According to our literature survey, only one case of air embolism was reported in endonasal surgery related to using a CO₂ laser [1]. The mechanism for air embolism related to the use of laser is known to be from the co-axial clearing/cooling gas flow used to cool the distal end of the laser equipment. In the case of Nd-YAG lasers, 200-400 ml/min of pressurized air is continually released at the surgical instrument tip, and the pressure produced at the tip has been measured over 500 mmHg [2]. The CO₂ laser equipment (Sharplan 30C, Lumenis™, Santa Clara, CA, USA) used in this case is also a structure where pressurized air is sent through the tube to cool the tip of the surgical equipment, but the flow and pressure have not been confirmed.
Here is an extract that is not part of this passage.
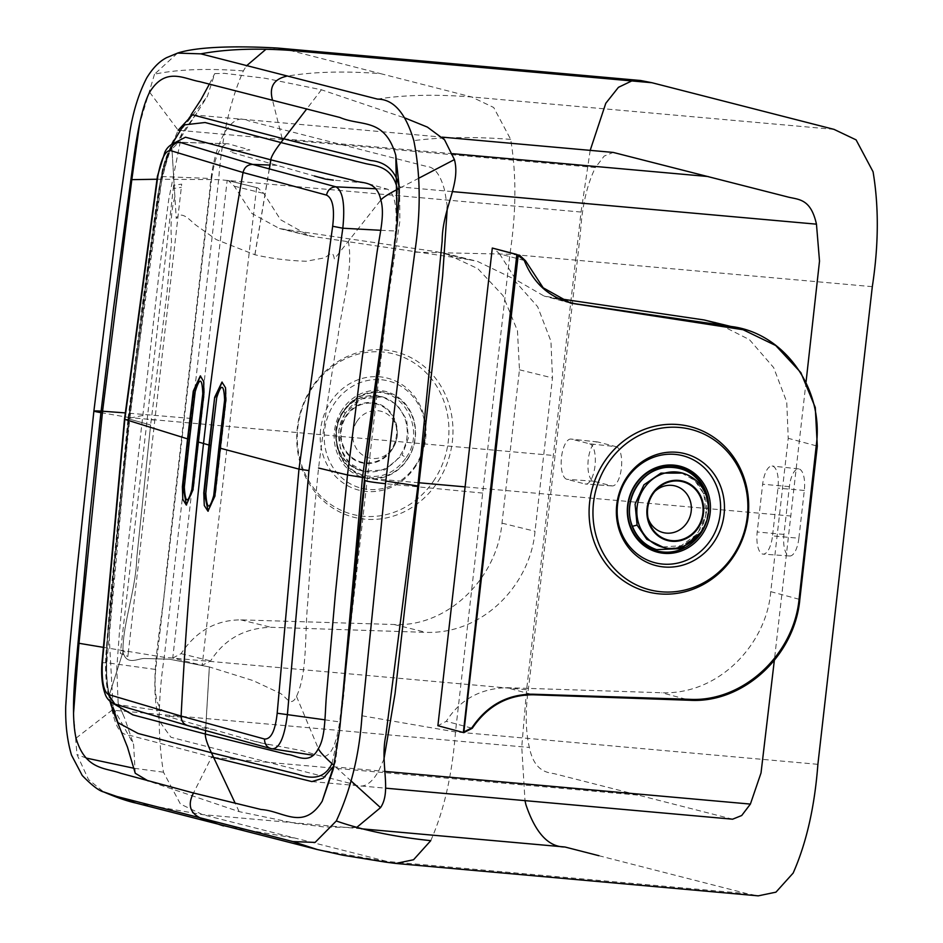 <?xml version="1.0" encoding="UTF-8"?>
<svg xmlns="http://www.w3.org/2000/svg" width="943" height="943" viewBox="0 0 943 943"><rect width="100%" height="100%" fill="white"/><g stroke="black" fill="none" stroke-linecap="round" stroke-linejoin="round"><path stroke-width="0.71" stroke-dasharray="4.71 3.54" d="M430.751 840.661C444.035 810.603 452.275 774.356 455.481 731.921L509.904 254.256C516.269 212.647 516.528 174.349 510.658 139.364L493.696 107.49L471.618 96.964L380.607 73.648C344.219 70.866 312.805 71.751 286.354 76.289M631.775 80.933L640.698 80.52M590.188 150.361L581.053 212.045L526.63 689.71L521.75 746.962L524.992 800.631M598.888 855.702L746.95 893.634L758.243 895.85M798.874 538.229A19.744 7.615 -84.9 0 1 792.273 555.097A19.744 7.615 -84.9 0 1 789.704 555.981A19.744 7.615 -84.9 0 1 786.45 553.6A19.744 7.615 -84.9 0 1 783.951 534.41L789.385 486.635A19.744 7.615 -84.9 0 1 795.998 469.767A19.744 7.615 -84.9 0 1 798.662 468.895A19.744 7.615 -84.9 0 1 801.821 471.264A19.744 7.615 -84.9 0 1 804.32 490.466L798.874 538.229L772.517 535.907A20.251 7.815 -84.9 0 1 763.111 554.119A20.251 7.815 -84.9 0 1 757.205 531.982L762.651 484.219A20.251 7.815 -84.9 0 1 772.164 466.019A20.251 7.815 -84.9 0 1 777.963 488.132L772.517 535.907M616.144 446.676A19.744 7.615 -84.9 0 1 620.742 453.642A19.744 7.615 -84.9 0 1 621.189 455.834A19.744 7.615 -84.9 0 1 618.467 479.728A19.744 7.615 -84.9 0 1 617.559 481.567A19.744 7.615 -84.9 0 1 612.207 485.94A19.744 7.615 -84.9 0 1 611.677 485.845L593.477 481.189A19.744 7.615 -84.9 0 1 589.823 477.099A19.744 7.615 -84.9 0 1 593.583 444.047A19.744 7.615 -84.9 0 1 597.52 441.937A19.744 7.615 -84.9 0 1 597.945 442.019L616.144 446.676L589.646 443.811L571.446 439.143A20.251 7.815 -84.9 0 0 571.022 439.061A20.251 7.815 -84.9 0 0 561.439 457.826A20.251 7.815 -84.9 0 0 566.873 479.315L585.073 483.971A20.251 7.815 -84.9 0 0 585.615 484.065A20.251 7.815 -84.9 0 0 595.092 465.147A20.251 7.815 -84.9 0 0 589.646 443.811M394.304 863.281L202.509 814.599L180.431 804.073L163.481 772.199C157.611 737.226 157.858 698.928 164.223 657.306L218.646 179.642C221.853 137.23 230.092 100.972 243.377 70.89L246.347 65.951M265.678 49.508L276.924 48.022M243.377 70.89C207.26 68.226 177.638 69.334 154.511 74.202L177.543 53.103M73.542 713.297L76.996 754.541L88.477 779.519L103.577 791.884M179.889 130.382L595.457 167.536L604.145 156.102L613.221 152.424M806.076 381.785L774.333 660.418M732.617 819.196L553.954 773.602C544.535 772.565 533.655 768.757 529.377 747.457C525.31 730.141 525.18 709.136 528.999 684.465L580.369 233.581C582.02 206.305 587.053 184.298 595.457 167.536M289.584 50.333L380.607 73.648M154.511 74.202L139.588 124.075M149.631 92.249L178.168 130.228L165.662 159.308C161.831 168.856 160.062 185.653 158.094 196.851L147.391 270.877L129.026 417.525L555.05 455.61M100.925 412.645L129.026 417.525L114.032 563.395C111.074 612.761 100.005 668.127 112.087 710.15C116.59 730.577 121.258 734.691 131.336 735.74L211.656 756.993L193.504 792.992M334.093 764.856L335.508 761.732L343.759 694.979L349.924 622.062L364.764 477.912L418.232 482.698M398.842 184.439L398.96 185.983M399.584 188.647L399.844 221.251L382.917 332.702L364.564 478.608M227.157 180.419L228.371 180.62L234.324 186.207L251.958 213.519L279.482 228.548L436.562 251.734L468.482 259.596L309.575 235.962L280.566 219.731L263.851 193.468L257.828 187.869L227.157 180.419L172.734 658.084L202.179 665.334L210.595 660.925C224.363 639.271 244.473 628.062 270.936 627.295L426.012 632.364C484.843 634.274 530.732 582.621 535.023 531.274L552.492 377.931L550.936 341.236L537.651 306.711L512.403 278.22L477.311 261.317L468.482 259.596M172.734 658.084L181.056 653.652C195.955 631.244 215.864 619.987 240.771 619.869L394.091 624.502C446.133 627.425 496.772 579.874 501.994 523.153L519.463 369.797L517.471 330.781L502.996 295.595L477.877 268.672L445.273 253.431L436.562 251.734M438.271 481.107A85.318 77.668 103.8 0 0 420.484 363.562A85.318 77.668 103.8 0 0 311.438 388.033A85.318 77.668 103.8 0 0 329.225 505.589A85.318 77.668 103.8 0 0 438.271 481.107M415.946 464.734A55.295 50.333 -76.2 0 1 345.279 480.6A55.295 50.333 -76.2 0 1 333.751 404.417A55.295 50.333 103.8 0 1 404.429 388.551A55.295 50.333 103.8 0 1 415.946 464.734M341.814 410.323A44.451 40.466 103.8 0 0 351.079 471.571A44.451 40.466 103.8 0 0 407.895 458.817A44.451 40.466 103.8 0 0 398.63 397.569A44.451 40.466 103.8 0 0 341.814 410.323M406.303 457.473C425.823 429.937 403.533 387.196 372.025 392.842A42.223 38.439 103.8 0 0 343.464 411.537A42.223 38.439 103.8 0 0 362.654 474.989C380.241 479.362 394.775 473.563 406.233 457.603L402.131 455.163L408.413 437.823L406.645 419.635L397.239 404.818L382.363 396.803L361.617 398.854L345.044 413.258L338.808 430.232L340.27 448.066L349.134 462.848L363.409 471.276L384.862 469.862L402.131 455.163M407.836 458.404A43.343 39.453 103.8 0 0 398.806 398.689A43.343 39.453 103.8 0 0 343.417 411.124A43.343 39.453 103.8 0 0 352.446 470.84A43.343 39.453 103.8 0 0 407.836 458.404M346.234 416.547A30.035 27.653 -75.6 0 1 373.758 403.392A30.035 27.653 -75.6 0 1 395.659 423.985A30.035 27.653 -75.6 0 1 391.428 449.446A30.035 27.653 -75.6 0 1 388.021 453.807A30.035 27.653 -75.6 0 1 350.584 456.318A30.035 27.653 -75.6 0 1 346.234 416.547M356.914 421.403A24.082 22.172 -75.6 0 1 378.968 410.853A24.082 22.172 -75.6 0 1 396.52 427.356A24.082 22.172 -75.6 0 1 393.137 447.772A24.082 22.172 -75.6 0 1 390.402 451.261A24.082 22.172 -75.6 0 1 360.391 453.277A24.082 22.172 -75.6 0 1 356.914 421.403M256.602 187.669L202.179 665.334M518.226 254.987L516.823 254.61M524.261 260.457L499.554 253.856L493.684 248.292M499.554 253.856L516.021 279.871L544.087 296.043L558.621 298.589M799.063 599.241L770.749 591.662L788.23 438.318L786.745 402.024L773.637 367.558L749.437 339.633L714.841 322.176M770.749 591.662C766.765 642.454 720.464 694.873 661.738 692.751L506.65 687.683C480.011 688.555 459.889 699.765 446.298 721.312L437.882 725.709M173.264 188.517L173.642 185.323L181.693 184.121L154.841 420.095L147.167 419.423L173.264 188.517L181.327 187.339M120.657 650.234L128.236 653.24L127.871 656.469L120.303 653.428L147.167 419.423M128.236 653.24L154.841 420.095M447.359 206.847L444.766 190.922C440.687 175.186 434.735 167.041 426.896 166.51L248.469 120.798C239.569 116.189 231.33 120.692 223.762 134.307C216.159 148.581 211.456 167.677 209.664 191.606L165.968 575.03C162.774 621.708 149.029 673.656 157.681 714.228L160.074 722.173L170.931 737.261L353.979 784.352C362.89 788.961 371.129 784.458 378.697 770.844L383.931 759.162M701.262 532.041L708.311 505.248M661.632 546.999C688.084 554.92 715.537 521.007 703.643 493.943C699.14 482.946 691.537 475.826 680.822 472.584L694.779 480.459L703.914 494.12L705.989 514.678L697.608 533.75L681.223 545.702L661.691 547.011M654.866 491.409A24.082 22.172 104.4 0 0 653.699 492.576A24.082 22.172 104.4 0 0 647.582 516.469A24.082 22.172 104.4 0 0 648.041 518.049M173.653 143.301L171.779 146.46C164.542 160.734 159.78 179.029 157.481 201.366L143.584 300.569L128.649 418.904L116.59 537.463L107.62 639.79C105.828 659.334 104.956 680.316 109.258 695.05L111.474 702.452L109.258 695.05C101.479 657.966 111.404 613.799 113.054 575.218L128.649 418.904L148.534 263.686C155.63 225.613 156.102 178.439 171.779 146.46L172.097 144.102M173.701 140.413L183.72 124.983M348.297 241.302C353.637 268.873 342.168 303.752 338.018 336.25C330.239 382.245 323.755 426.177 318.569 468.034C314.172 510.387 310.589 554.991 307.807 601.834C304.601 633.401 307.689 672.453 296.503 696.417C290.609 708.37 286.035 695.922 279.505 692.964L253.266 680.657L209.405 666.96L205.55 730.636L209.346 666.949L169.622 659.228L144.892 658.485C138.244 658.061 126.574 666.347 123.003 651.978C122.295 624.961 135.851 590.177 136.77 558.02L150.621 425.01L167.029 292.448L171.532 241.679C170.318 223.715 171.449 208.78 174.903 196.887L176.247 218.493C181.421 209.641 190.215 220.627 195.908 225.129L216.277 239.593L254.94 254.775C270.924 258.476 287.992 260.633 306.121 261.258L323.944 257.958C328.977 256.201 332.478 248.315 334.364 258.995L380.842 200.022M174.903 196.887L171.779 146.46L174.903 196.887M397.392 189.366L396.638 229.161M196.828 113.007L177.166 143.065L181.928 133.493L196.828 113.007L207.389 96.316L214.733 73.625L224.469 73.354L265.101 78.257L321.422 89.774L405.301 118.123M331.971 763.63L339.94 726.853M109.258 695.05C101.479 657.966 111.404 613.799 113.054 575.218L128.649 418.904L150.621 425.01L128.649 418.904L150.621 425.01L128.649 418.904L113.054 575.218C111.404 613.799 101.479 657.966 109.258 695.05L123.003 651.978L109.258 695.05L111.474 702.464L109.258 695.05L123.003 651.978C122.295 624.961 135.851 590.177 136.77 558.02L150.621 425.01L136.77 558.02C135.851 590.177 122.295 624.961 123.003 651.978L109.258 695.05L123.003 651.978C126.574 666.347 138.244 658.061 144.892 658.485L169.622 659.228L209.346 666.949L205.55 730.636L209.346 666.949L169.622 659.228L144.892 658.485C138.244 658.061 126.574 666.347 123.003 651.978L109.258 695.05L109.376 698.94L113.113 707.556L109.058 633.779L115.081 562.016L129.922 417.867L147.874 274.142L157.74 205.456C160.817 178.934 168.95 148.122 178.545 133.305L207.389 96.316M356.537 827.589L323.767 826.928L295.359 823.298L239.145 811.628L148.145 780.934M135.25 773.26L133.588 744.381L113.113 707.556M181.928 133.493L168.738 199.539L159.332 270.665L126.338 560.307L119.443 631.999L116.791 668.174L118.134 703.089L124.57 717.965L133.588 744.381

The manufacturer has recommended that direct contact be avoided between the surgical equipment tip and tissues, and the clearing/cooling air flow should be properly controlled so that excessive pressure does not occur. In addition, when there is a high possibility of air embolism such as using laser inside a narrow body cavity, it is recommended that liquid be used as a coolant [3].

In this case, the sudden decrease of ETCO₂ and SpO₂ continued for approximately 15 minutes without accompanying hemodynamic changes, ECG changes, or millwheel murmur on auscultation may imply that the inflow of air was relatively slow and the amount was not large [4,5].

In conclusion, endonasal laser surgery is relatively short and simple but air embolism can occur. To prevent air embolism in this surgery, the surgeon should avoid the direct contact of the surgical equipment tip to tissues, and the clearing/cooling gas flow should be lowered as much as possible. The anesthesiologist should keep in mind the possibility of air embolism and endeavor in its prevention and detection.